STUDY MATERIAL —
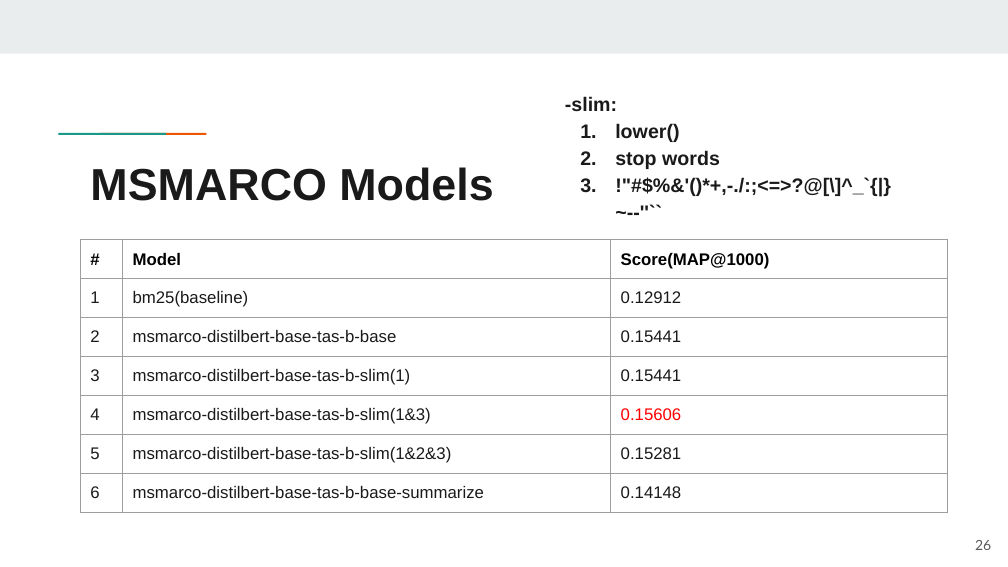
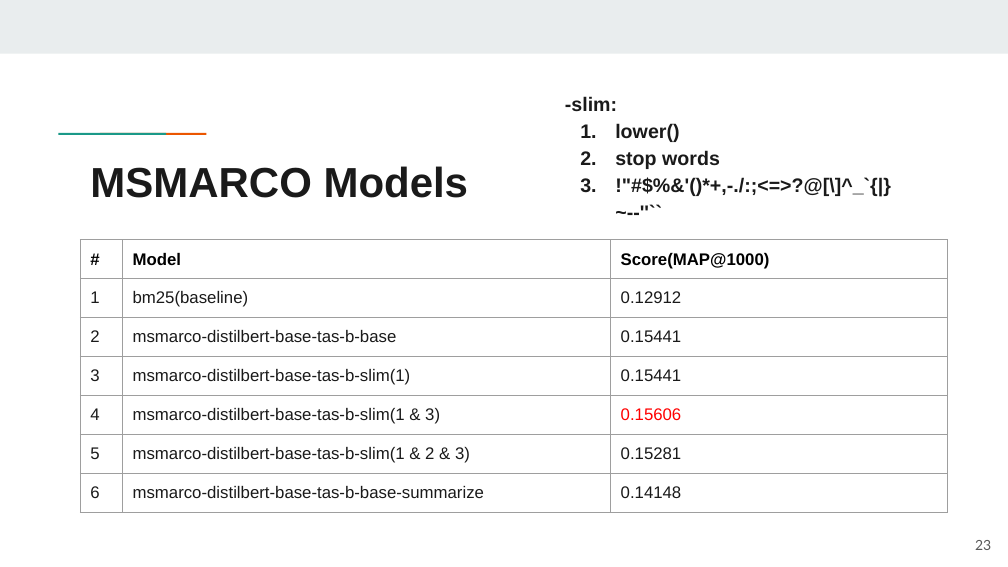
Before and after one commit to jackyh1999/NTUST, a slide deck: slide 23 of IR資訊檢索_第9組_FinalProject.pptx (slide 26 before the commit). Drawn at 1008x567 pixels with LibreOffice and Linux fonts; fonts in the diff are those of the drawing. Boxes give left, top, right and bottom in pixels: in the first picture for what was removed or moved away, otherwise in the second. Text is boxed around its words. In the diff, an @@ line names an element or a change of style, - is before the commit and + after.

```diff
--- a/IR資訊檢索_第9組_FinalProject.pptx
+++ b/IR資訊檢索_第9組_FinalProject.pptx
@@ title "MSMARCO Models" at (90,166,468,198): size 32 to 30 pt @@
@@ table at (81,240,948,567) @@
-row 5, column 2: msmarco-distilbert-base-tas-b-slim(1&3)
+row 5, column 2: msmarco-distilbert-base-tas-b-slim(1 & 3)
-row 6, column 2: msmarco-distilbert-base-tas-b-slim(1&2&3)
+row 6, column 2: msmarco-distilbert-base-tas-b-slim(1 & 2 & 3)
@@ page number at (975,540,991,550): text changed @@
-26
+23
```
Also in this commit, not shown: 17 other slides changed, 1 slide added, 1 slide removed.

THE PROBLEM —
Pick each line holding the word "base" out of the listing.

RESPONSE TO THE TASK —
-row 5, column 2: msmarco-distilbert-base-tas-b-slim(1&3)
+row 5, column 2: msmarco-distilbert-base-tas-b-slim(1 & 3)
-row 6, column 2: msmarco-distilbert-base-tas-b-slim(1&2&3)
+row 6, column 2: msmarco-distilbert-base-tas-b-slim(1 & 2 & 3)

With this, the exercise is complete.